Lo que no sabía hasta aquella mañana delante del Reina Sofía era que la pintura también era una manifestación cultural que entraba dentro de la extensa parcela del saber. Quien admiraba un cuadro y se recreaba extasiándose con la belleza que desprendían los colores era una persona culta. Con este nuevo afán decidió, antes de cumplir con su cometido profesional, visitar la magna exposición de ese manchego universal y se cabreó seriamente consigo mismo porque ya no lograba recordar ni el nombre. Antonio López. Alguien lo pronunció por enésima vez y como apuntándolo a él. «Por cierto —se espabiló el joven inspector—, no debo despistarme de mis obligaciones y desempeñar mi misión como me ha sido encomendada».

La tarea que le habían encargado con urgencia no era otra que inspeccionar in situ el lugar de un asesinato cometido la mañana del día anterior en una de las salas del museo. Una visión ocular que no tenía demasiado sentido porque, además, tampoco sabía muchos datos sobre el fallecido ni las circunstancias del fatal desenlace. «Como ahora se trabaja en equipo…», se decía el policía consolándose. Alguien superior, el comisario jefe, era el que manejaba los hilos de todas las investigaciones sin moverse del «despacho ovalado», dependencia de la que rara vez salía, si no era para visitar las instalaciones recreativas de la comisaría, es decir, el bar. A uno lo mandaba a por los resultados de la autopsia; a otro, que interrogara a los conocidos; a otro, que indagara qué chorizos lilis se dedicaban a tal especialidad… Así, hasta atar cabos y, si al final veía con cierta base que las pesquisas eran certeras, se detenía al sospechoso. Aunque, a veces, hacía lo de las averiguaciones más por pura formalidad y por tener entretenidos a «los chicos» que por necesidad, pues sabía quiénes eran los responsables de casi cualquier delito que se cometiera en su circunscripción. En esto, Escaleras se había sentido decepcionado con su profesión. Cuando anhelaba entrar en el mitificado cuerpo armado, se había hecho a la idea de que el policía era un ser solitario que realizaba sus labores desde el principio hasta el arresto final del criminal, cuando se lo esposaba.

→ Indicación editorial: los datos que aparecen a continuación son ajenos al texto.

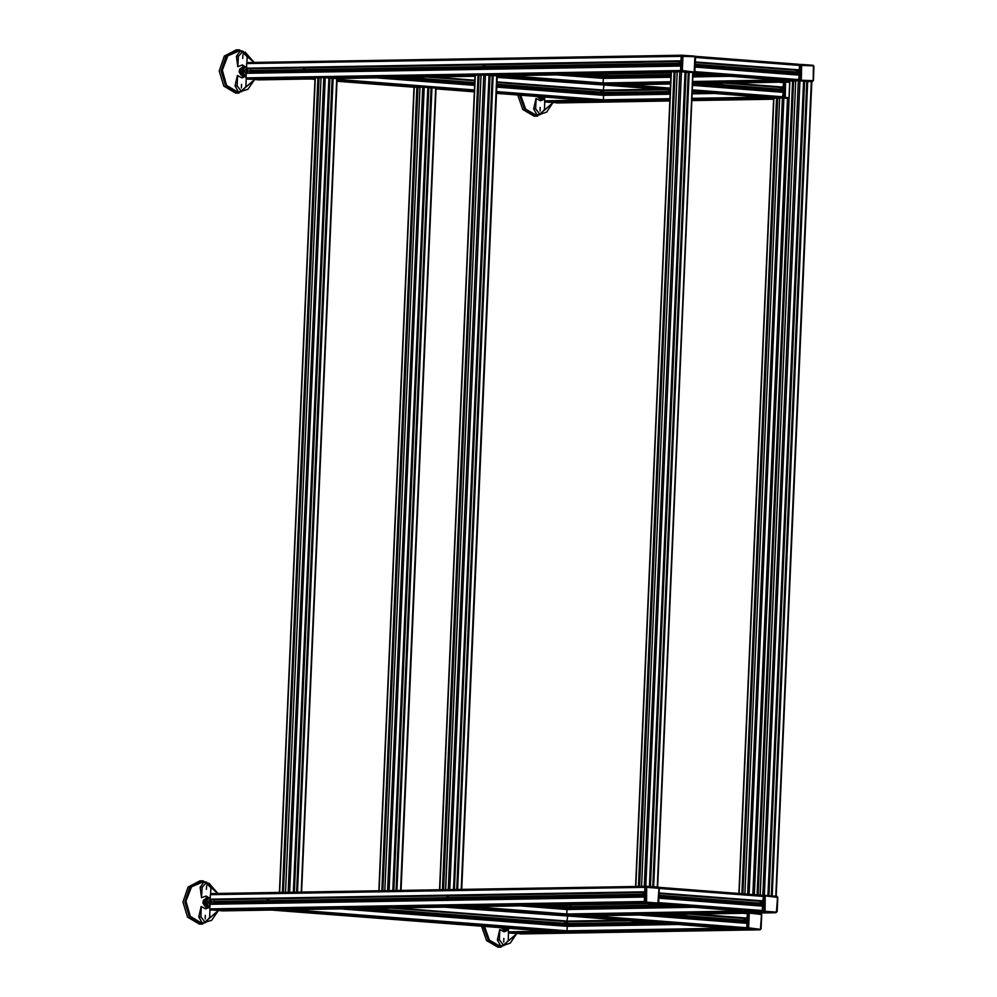 <?xml version="1.0" encoding="UTF-8"?>
<svg xmlns="http://www.w3.org/2000/svg" width="997" height="997" viewBox="0 0 997 997"><rect width="100%" height="100%" fill="white"/><g stroke="black" fill="none" stroke-linecap="round" stroke-linejoin="round"><path stroke-width="1.5" d="M242.869 54.86L242.819 58.474L242.869 54.86M241.586 84.384L241.424 87.985L241.586 84.384M246.932 62.898L247.181 57.003L243.031 51.196L238.408 56.318L237.834 66.712L242.433 64.979L246.134 67.335M240.065 51.246L236.401 56.355L237.834 66.712M243.293 75.199L241.025 75.024L239.205 71.934L239.654 69.304L242.171 67.447M254.584 79.548L238.794 93.12L235.653 93.107L223.889 86.141L219.228 70.999L224.288 56.131L236.227 49.875L239.367 49.887L254.16 62.487M237.573 75.46L237.112 85.842L235.105 85.879L237.448 75.46L241.872 77.853L246.109 76.121M235.105 85.879L238.295 91.699L241.598 91.662L245.898 86.527L246.247 78.613M237.112 85.842L241.598 91.662M247.219 69.154L246.247 73.279M246.147 75.411L241.947 74.987L240.464 70.949L242.52 67.347L244.901 67.31L242.844 70.912L244.327 74.937L246.159 75.136M247.144 68.569L679.879 61.291L246.67 68.407L246.197 74.102M246.483 67.484L242.657 66.313L242.209 76.52L245.038 75.386M242.844 70.912L240.464 70.949M244.327 74.937L241.947 74.987M241.685 74.613L241.81 68.157M792.752 80.583L693.239 72.906L789.836 80.894M799.32 74.787L695.096 66.749L799.307 75.136L798.41 80.757L795.693 80.807L760.15 895.156M693.289 72.557L688.291 72.27L652.798 886.719M695.283 62.499L796.578 70.301L796.391 74.551M796.665 70.164L798.036 70.264M798.983 70.338L695.295 62.35L798.971 70.338L799.731 65.441L799.619 70.064M799.158 64.356L695.096 56.343L799.158 64.356L799.731 65.441L800.591 64.406L799.731 65.441L813.415 65.814L813.216 80.607L801.339 80.246L801.538 65.453M796.503 72.083L695.208 64.319L796.503 72.083M796.316 72.569L695.183 64.83L796.316 72.569M796.453 73.08L695.158 65.303L796.453 73.08M607.26 78.028L607.435 74.002M603.447 78.339L670.931 76.956L603.596 78.09M607.534 84.396L670.645 83.337L607.534 84.396L603.908 84.109L603.073 82.95L603.359 78.339L670.919 77.205L603.359 78.339M768.101 895.605L803.657 81.118L799.943 80.819L799.108 79.648L799.395 75.037M615.461 84.994L611.41 84.334M811.583 81.766L806.897 81.418M756.511 911.582L753.558 911.894M651.016 903.656L648.013 903.718M656.998 903.556L762.119 911.757L763.44 896.44L762.693 901.338L659.005 893.362L762.693 901.338M759.427 911.806L653.995 903.606M762.979 906.049L658.805 898.01L763.104 906.049M763.041 905.787L658.818 897.761L762.904 906.036M659.005 893.499L760.3 901.3L760.113 905.563M760.375 901.163L761.758 901.276M803.582 81.106L768.002 895.593L803.607 81.093L798.41 80.757L762.842 895.356L763.44 896.44L764.3 895.418L658.818 887.342L762.879 895.356M658.93 895.294L760.213 903.12L658.917 895.318M760.175 904.08L658.88 896.303L760.175 904.08M606.201 74.787L605.329 76.295L606.238 78.04L606.625 74.015M724.645 83.162L780.551 87.462L780.364 91.724M776.725 97.743L692.441 91.25L773.822 98.067M783.231 92.198L692.703 85.231L783.281 92.31L782.383 97.93L779.666 97.968L744.909 893.973M783.293 91.923L692.716 84.969L783.168 92.198M782.957 87.512L726.152 83.137L782.969 87.512L783.704 82.601L783.592 87.238M783.667 82.165L785.823 82.128M569.91 905.787L569.05 907.32L569.96 909.04L570.334 905.027M688.366 914.162L744.273 918.461L744.086 922.724M457.137 906.921L737.531 929.067M454.993 906.958L451.99 907.008M460.975 906.859L743.401 928.98L746.105 928.93L746.803 927.821L747.426 913.613L746.977 918.511L689.874 914.137L746.678 918.511M746.965 923.21L640.074 914.972L747.089 923.21M747.015 922.935L642.828 914.922L746.89 923.197M744.36 918.337L745.731 918.436M747.152 918.225L693.227 914.075L747.089 918.249M747.389 913.165L749.545 913.127M594.2 101.096L496.481 93.02L597.029 100.772M311.575 78.987L308.584 79.037M599.995 100.996L496.481 93.02L599.982 100.996L602.687 100.946L603.397 99.85L603.534 95.226L496.743 87.001L603.534 95.226L670.183 94.117L603.546 95.238M603.384 94.952L496.755 86.739L603.472 95.226M496.942 82.489L600.867 90.49L600.68 94.752M426.404 77.056L474.871 80.782M600.942 90.353L602.325 90.465M603.571 90.528L496.942 82.34L603.26 90.528L603.908 84.982M496.855 84.271L600.78 92.285L496.855 84.309M496.818 85.268L600.742 93.294L496.818 85.293M277.478 909.949L557.846 932.095M275.297 909.987L272.293 910.037M567.243 926.225L341.846 908.865L567.243 926.225L567.106 930.849L566.408 931.958L563.704 931.996L278.275 909.937M281.279 909.887L563.716 931.996M567.131 925.989L674.171 924.182L567.094 925.964L344.601 908.828L567.193 926.225M390.126 908.055L564.576 921.49L564.389 925.752M564.663 921.353L566.047 921.465M566.981 921.54L391.634 908.03L566.969 921.54L567.629 915.981M370.971 908.379L564.501 923.309L370.672 908.379M360.428 908.554L564.452 924.294L360.141 908.566M603.048 94.927L604.12 93.12L602.587 91.263M603.546 91.637L602.911 91.649M670.296 91.487L602.886 92.634M603.559 94.366L602.799 94.379M603.26 91.338L602.873 92.484M602.761 93.855L602.824 94.902M603.659 91.836L602.886 91.849M752.847 894.583L787.642 98.292L783.916 97.98L783.081 96.821L783.368 92.21M549.048 102.28L669.909 100.236L549.035 102.28L545.409 101.993L544.586 100.834L544.711 97.282M556.962 102.878L552.911 102.217M666.058 89.767L602.375 90.839M566.757 925.939L567.829 924.094L566.296 922.262M567.256 922.636L566.62 922.649M648.848 922.237L566.608 923.633M567.281 925.378L566.52 925.39M566.969 922.35L566.595 923.496M566.47 924.867L566.533 925.901M567.38 922.836L566.608 922.848M509.131 933.005L747.638 928.98L746.803 927.821L747.638 928.98L760.088 929.852L747.638 928.98L512.757 933.279L509.131 933.005L508.296 931.846L508.433 928.282M520.683 933.877L516.633 933.217M520.546 933.877L759.053 929.865L516.92 933.603M747.314 918.237L747.426 913.613L742.703 913.24M629.768 920.767L566.097 921.839M758.056 894.994L793.674 80.919L789.911 80.956M795.681 81.118L793.662 81.044M693.251 72.656L795.706 80.807M806.835 81.53L803.644 81.38L806.473 81.318M804.554 81.442L768.999 895.68M807.582 81.405L771.977 895.904L807.582 81.405M811.483 81.692L799.943 80.819L812.393 81.679L807.732 81.418L772.164 895.917M763.889 895.418L763.041 895.406M742.84 893.823L777.648 98.092L773.884 98.13M779.654 98.279L777.648 98.204M787.58 98.267L752.822 894.583L787.543 98.254L779.691 97.968L744.933 893.973M788.926 98.628L787.63 98.541L788.926 98.516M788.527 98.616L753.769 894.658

De sopetón la cola se puso en movimiento. «Bueno, menos mal que no nos han hecho esperar mucho». No sabía si habría de pagar entrada, aunque ese detalle lo tenía claro, ¡faltaría más! Si le cobraban, sacaría su carné de funcionario del Estado. Quería pasar desapercibido y que no supieran que era policía o «un madero», como despectivamente eran conocidos entre los maleantes. En su mente no cabía la posibilidad de que la gente, en general, los considerara mal; empero, a medida que fueron corriendo los primeros meses de su ejercicio, comprobó con estupefacción que muchas personas los evitaban cuando se enteraban de que eran agentes policiales.

Con la presentación del DNI le franquearon la entrada. Tomó unos folletines de los distintos pintores que

 exponían y se dirigió a la exposición estrella.